EXERCISE DIRECTIONS: Which lines of the material hold the word "Your"? Copy each one.

THE DATA:

● ● ● ● ●

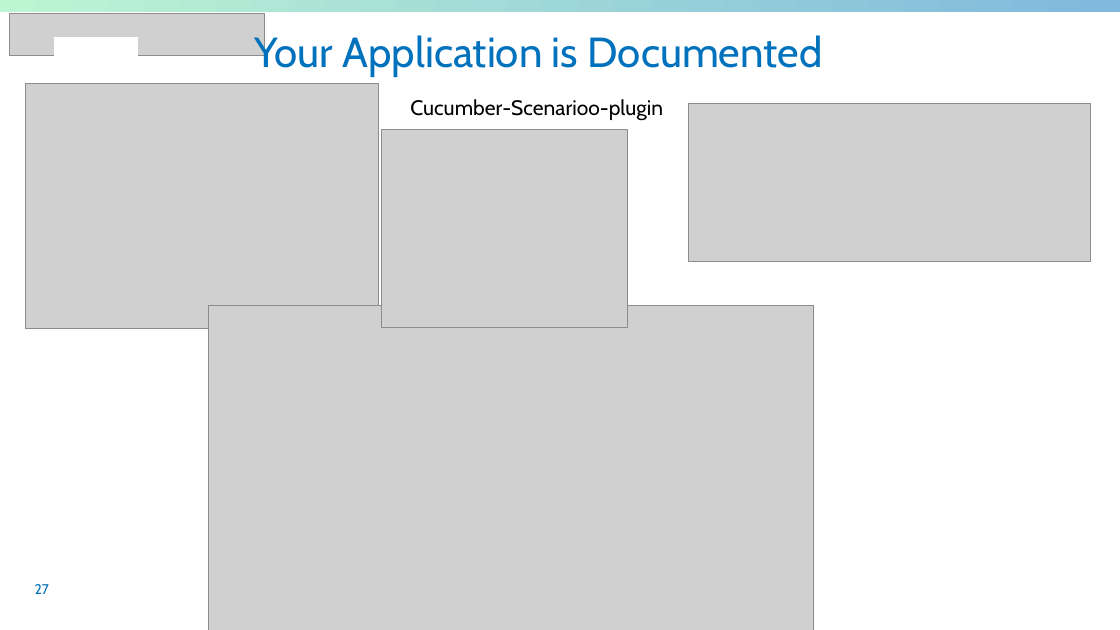
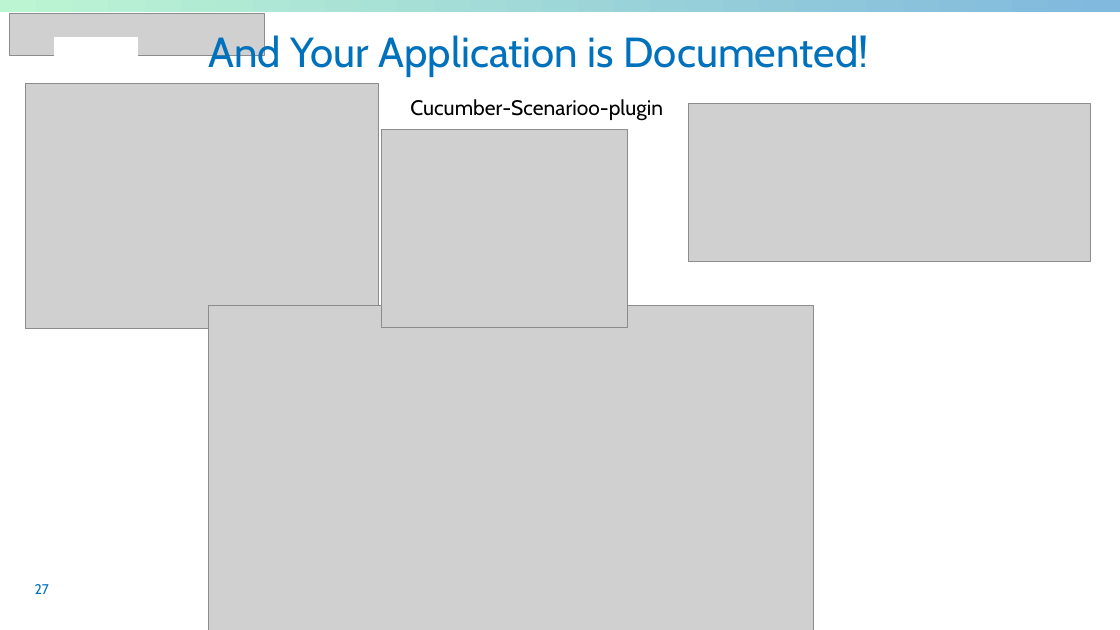
Before and after one commit to sableu/BDD4OQ, a slide deck: slide 27 of thesis/Presentation/FinalPresentation.pptx. Drawn at 1120x630 pixels with LibreOffice and Linux fonts; fonts in the diff are those of the drawing; grey boxes stand for pictures; background and template pictures are left out. Boxes give left, top, right and bottom in pixels: in the first picture for what was removed or moved away, otherwise in the second. Text is boxed around its words. In the diff, an @@ line names an element or a change of style, - is before the commit and + after.

```diff
--- a/thesis/Presentation/FinalPresentation.pptx
+++ b/thesis/Presentation/FinalPresentation.pptx
@@ title at [208,32,869,77]: text changed @@
-Your Application is Documented
+And Your Application is Documented!
```
Also in this commit, not shown: 3 other slides changed.

● ● ● ● ●

SOLVED EXERCISE:
-Your Application is Documented
+And Your Application is Documented!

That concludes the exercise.